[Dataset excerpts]
+ + + + +
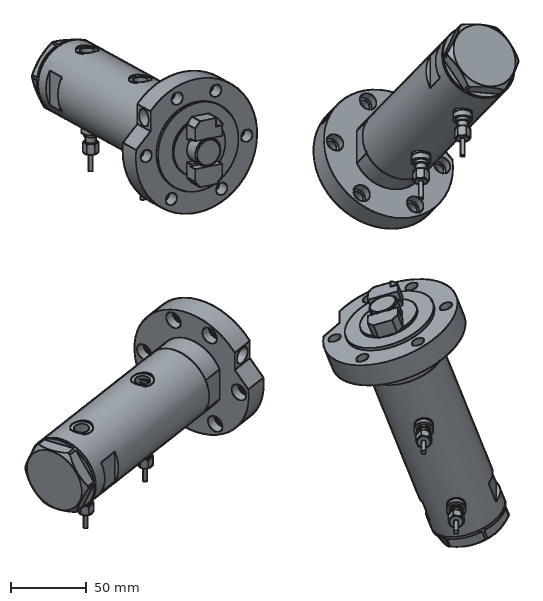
import cadquery as cq
import math


CAP_HEX_LENGTH = 9.1
BARREL_START = 11.0
FLANGE_START = 153.3
FLANGE_END = 170.2
PILOT_END = 172.5
TAIL_START = 101.7
BUSHING_END = 174.1
JAW_START = 175.0
ROD_HEAD_START = 179.3
ROD_END = 185.7

BARREL_RADIUS = 26.0
BORE_RADIUS = 15.0
TAIL_RADIUS = 22.3
BUSHING_RADIUS = 20.0
FLAT_OFFSET = 23.0
FRONT_FLAT_START = 20.9
FRONT_FLAT_END = 36.1
HEAD_START = 137.6
FLANGE_RADIUS = 94.0 / 2
PILOT_RADIUS = 31.1
NOTCH_DEPTH_Y = 35.5
NOTCH_BOTTOM_Z = 16.8
CROSS_HOLE_RADIUS = 6.0
CROSS_HOLE_Z = 23.8
BOLT_CIRCLE_RADIUS = 39.0
BOLT_ANGLES = (0, 67.5, 112.5, 180, 240, 300)
BOLT_HOLE_RADIUS = 4.3
COUNTERBORE_RADIUS = 6.0
COUNTERBORE_DEPTH = 7.0
PORT_STATIONS = (30.4, 98.5)
PORT_RADIUS = 5.0
SPOTFACE_RADIUS = 7.6
SPOTFACE_Z = 24.8

HEX_ACROSS_FLATS = 46.0
HEX_TURN = 22.8
CAP_FACE_RADIUS = 22.5
CAP_CHAMFER_LENGTH = 2.6
SPIGOT_END = 37.2

ROD_RADIUS = 19.5 / 2
NECK_HALF_HEIGHT = 8.2
ROD_CHAMFER = 1.0
JAW_WIDTH = 20.9
JAW_HEIGHT = 46.4
JAW_CHAMFER_Y = 4.0
JAW_CHAMFER_Z = 4.5
PAD_WIDTH = 4.8
PAD_HEIGHT = 5.8
PAD_THICKNESS = 0.5

SENSOR_STATIONS = (35.0, 101.5)
COLLAR_RADIUS = 6.3
COLLAR_TOP = -27.2
COLLAR_BOTTOM = -31.1
STEP_RADIUS = 4.7
STEP_BOTTOM = -33.3
NECK_RADIUS = 3.5
NUT_TOP = -37.6
NUT_BOTTOM = -45.6
NUT_ACROSS_FLATS = 9.3
NUT_CHAMFER = 1.0
NUT_TURN = 30
CABLE_RADIUS = 1.5
OVERALL_HEIGHT = 105.2
CABLE_BOTTOM = FLANGE_RADIUS - OVERALL_HEIGHT


def cylinder_x(radius, start, end):
    """Cylinder about the X axis."""
    return cq.Workplane("YZ").workplane(offset=start).circle(radius).extrude(end - start)


def cylinder_z(radius, x, bottom, top):
    """Upright cylinder standing at (x, 0)."""
    return cq.Workplane("XY").workplane(offset=bottom).center(x, 0).circle(radius).extrude(top - bottom)


def block(x_range, y_range, z_range):
    """Box between pairs of coordinates."""
    low, high = zip(x_range, y_range, z_range)
    sizes = [b - a for a, b in zip(low, high)]
    return cq.Workplane("XY").box(*sizes, centered=False).translate(low)


def cut_wrench_flats(body, start, end):
    """Mill a flat on the +Y and -Y sides of a body that has the barrel's radius."""
    for near, far in ((FLAT_OFFSET, BARREL_RADIUS), (-BARREL_RADIUS, -FLAT_OFFSET)):
        body = body.cut(block((start, end), (near, far), (-BARREL_RADIUS, BARREL_RADIUS)))
    return body


def make_flange():
    """Notched flange with a cross hole and counterbored bolt holes."""
    flange = cylinder_x(FLANGE_RADIUS, FLANGE_START, FLANGE_END)
    ramp_rise = FLANGE_RADIUS - NOTCH_DEPTH_Y
    notch = (
        cq.Workplane("YZ").workplane(offset=FLANGE_START)
        .moveTo(-NOTCH_DEPTH_Y, FLANGE_RADIUS)
        .lineTo(-NOTCH_DEPTH_Y, NOTCH_BOTTOM_Z)
        .lineTo(-FLANGE_RADIUS, NOTCH_BOTTOM_Z - ramp_rise)
        .lineTo(-FLANGE_RADIUS, FLANGE_RADIUS)
        .close().extrude(FLANGE_END - FLANGE_START)
    )
    cross_hole = (
        cq.Workplane("XZ").center((FLANGE_START + FLANGE_END) / 2, CROSS_HOLE_Z)
        .circle(CROSS_HOLE_RADIUS).extrude(FLANGE_RADIUS, both=True)
    )
    flange = flange.cut(notch).cut(cross_hole)
    for angle in BOLT_ANGLES:
        y = BOLT_CIRCLE_RADIUS * math.cos(math.radians(angle))
        z = BOLT_CIRCLE_RADIUS * math.sin(math.radians(angle))
        hole = cylinder_x(BOLT_HOLE_RADIUS, FLANGE_START, FLANGE_END)
        counterbore = cylinder_x(COUNTERBORE_RADIUS, FLANGE_START, FLANGE_START + COUNTERBORE_DEPTH)
        flange = flange.cut(hole.union(counterbore).translate((0, y, z)))
    return flange


def make_barrel():
    """Barrel with two ports on top and two bosses below for the sensors."""
    barrel = cylinder_x(BARREL_RADIUS, BARREL_START, HEAD_START)
    barrel = cut_wrench_flats(barrel, FRONT_FLAT_START, FRONT_FLAT_END)
    for x in SENSOR_STATIONS:
        barrel = barrel.union(cylinder_z(COLLAR_RADIUS, x, COLLAR_TOP, -TAIL_RADIUS))
    for x in PORT_STATIONS:
        barrel = barrel.cut(cylinder_z(PORT_RADIUS, x, 0, BARREL_RADIUS))
        barrel = barrel.cut(cylinder_z(SPOTFACE_RADIUS, x, SPOTFACE_Z, BARREL_RADIUS))
    barrel = barrel.cut(cylinder_x(BORE_RADIUS, BARREL_START, TAIL_START))
    return barrel.cut(cylinder_x(TAIL_RADIUS, TAIL_START, HEAD_START))


def make_head():
    """Mounting head: a tail inside the barrel, a neck with wrench flats, the flange and its pilot."""
    tail = cylinder_x(TAIL_RADIUS, TAIL_START, HEAD_START)
    neck = cylinder_x(BARREL_RADIUS, HEAD_START, FLANGE_START)
    neck = cut_wrench_flats(neck, HEAD_START, FLANGE_START)
    pilot = cylinder_x(PILOT_RADIUS, FLANGE_END, PILOT_END)
    head = tail.union(neck).union(make_flange()).union(pilot)
    return head.cut(cylinder_x(BUSHING_RADIUS, TAIL_START, PILOT_END))


def make_cap():
    """Hexagon cap with chamfered corners, a round collar and a spigot filling the bore."""
    hexagon = (
        cq.Workplane("YZ").polygon(6, HEX_ACROSS_FLATS, circumscribed=True)
        .extrude(CAP_HEX_LENGTH).rotate((0, 0, 0), (1, 0, 0), HEX_TURN)
    )
    turned = (
        cq.Workplane("XY")
        .moveTo(0, 0)
        .lineTo(0, CAP_FACE_RADIUS)
        .lineTo(CAP_CHAMFER_LENGTH, BARREL_RADIUS)
        .lineTo(CAP_HEX_LENGTH, BARREL_RADIUS)
        .lineTo(CAP_HEX_LENGTH, 0)
        .close().revolve(360, (0, 0, 0), (1, 0, 0))
    )
    collar = cylinder_x(BARREL_RADIUS, CAP_HEX_LENGTH, BARREL_START)
    spigot = cylinder_x(BORE_RADIUS, BARREL_START, SPIGOT_END)
    return hexagon.intersect(turned).union(collar).union(spigot)


def make_bushing():
    """Sleeve inside the head that guides the rod."""
    bushing = cylinder_x(BUSHING_RADIUS, TAIL_START, BUSHING_END)
    return bushing.cut(cylinder_x(ROD_RADIUS, TAIL_START, BUSHING_END))


def make_rod():
    """Round rod reaching to the cap's spigot, with a flat-sided neck behind its head."""
    rod = cylinder_x(ROD_RADIUS, SPIGOT_END, ROD_END).faces(">X").chamfer(ROD_CHAMFER)
    for low, high in ((NECK_HALF_HEIGHT, ROD_RADIUS), (-ROD_RADIUS, -NECK_HALF_HEIGHT)):
        rod = rod.cut(block((BUSHING_END, ROD_HEAD_START), (-ROD_RADIUS, ROD_RADIUS), (low, high)))
    return rod


def make_jaws():
    """Upper and lower coupling jaws, stepped to fit the neck and head of the rod."""
    half_width = JAW_WIDTH / 2
    half_height = JAW_HEIGHT / 2
    half_jaw = [
        (-half_width, NECK_HALF_HEIGHT),
        (half_width, NECK_HALF_HEIGHT),
        (half_width, half_height - JAW_CHAMFER_Z),
        (half_width - JAW_CHAMFER_Y, half_height),
        (JAW_CHAMFER_Y - half_width, half_height),
        (-half_width, half_height - JAW_CHAMFER_Z),
    ]
    profile = cq.Workplane("YZ").workplane(offset=JAW_START).polyline(half_jaw).close()
    bar = profile.extrude(ROD_END + PAD_THICKNESS - JAW_START)
    head_recess = block((ROD_HEAD_START, ROD_END), (-half_width, half_width), (NECK_HALF_HEIGHT, ROD_RADIUS))
    bar = bar.cut(head_recess)
    end_range = (ROD_END, ROD_END + PAD_THICKNESS)
    end_layer = block(end_range, (-half_width, half_width), (0, half_height))
    pad = block(end_range, (half_width - PAD_WIDTH, half_width), (half_height - PAD_HEIGHT, half_height))
    upper = bar.cut(end_layer.cut(pad))
    lower = bar.cut(end_layer).mirror("XY")
    return [upper.val(), lower.val()]


def make_sensor(x):
    """Stepped sensor with a hexagon nut and a short length of cable."""
    corner_radius = NUT_ACROSS_FLATS / math.sqrt(3)
    hexagon = (
        cq.Workplane("XY").workplane(offset=NUT_BOTTOM).center(x, 0)
        .transformed(rotate=(0, 0, NUT_TURN))
        .polygon(6, NUT_ACROSS_FLATS, circumscribed=True).extrude(NUT_TOP - NUT_BOTTOM)
    )
    turned = cylinder_z(corner_radius, x, NUT_BOTTOM, NUT_TOP).edges("%CIRCLE").chamfer(NUT_CHAMFER)
    sensor = hexagon.intersect(turned)
    sensor = sensor.union(cylinder_z(COLLAR_RADIUS, x, COLLAR_BOTTOM, COLLAR_TOP))
    sensor = sensor.union(cylinder_z(STEP_RADIUS, x, STEP_BOTTOM, COLLAR_BOTTOM))
    sensor = sensor.union(cylinder_z(NECK_RADIUS, x, NUT_TOP, STEP_BOTTOM))
    return sensor.union(cylinder_z(CABLE_RADIUS, x, CABLE_BOTTOM, NUT_BOTTOM))


barrel = make_barrel()
head = make_head()
cap = make_cap()
bushing = make_bushing()
rod = make_rod()
jaws = make_jaws()
sensors = [make_sensor(x).val() for x in SENSOR_STATIONS]

result = cq.Compound.makeCompound(
    [barrel.val(), head.val(), cap.val(), bushing.val(), rod.val(), *jaws, *sensors]
)
+ + + + +
- About this task
Lines that contain "radians" are to be copied from the records above.

- Reply
        y = BOLT_CIRCLE_RADIUS * math.cos(math.radians(angle))
        z = BOLT_CIRCLE_RADIUS * math.sin(math.radians(angle))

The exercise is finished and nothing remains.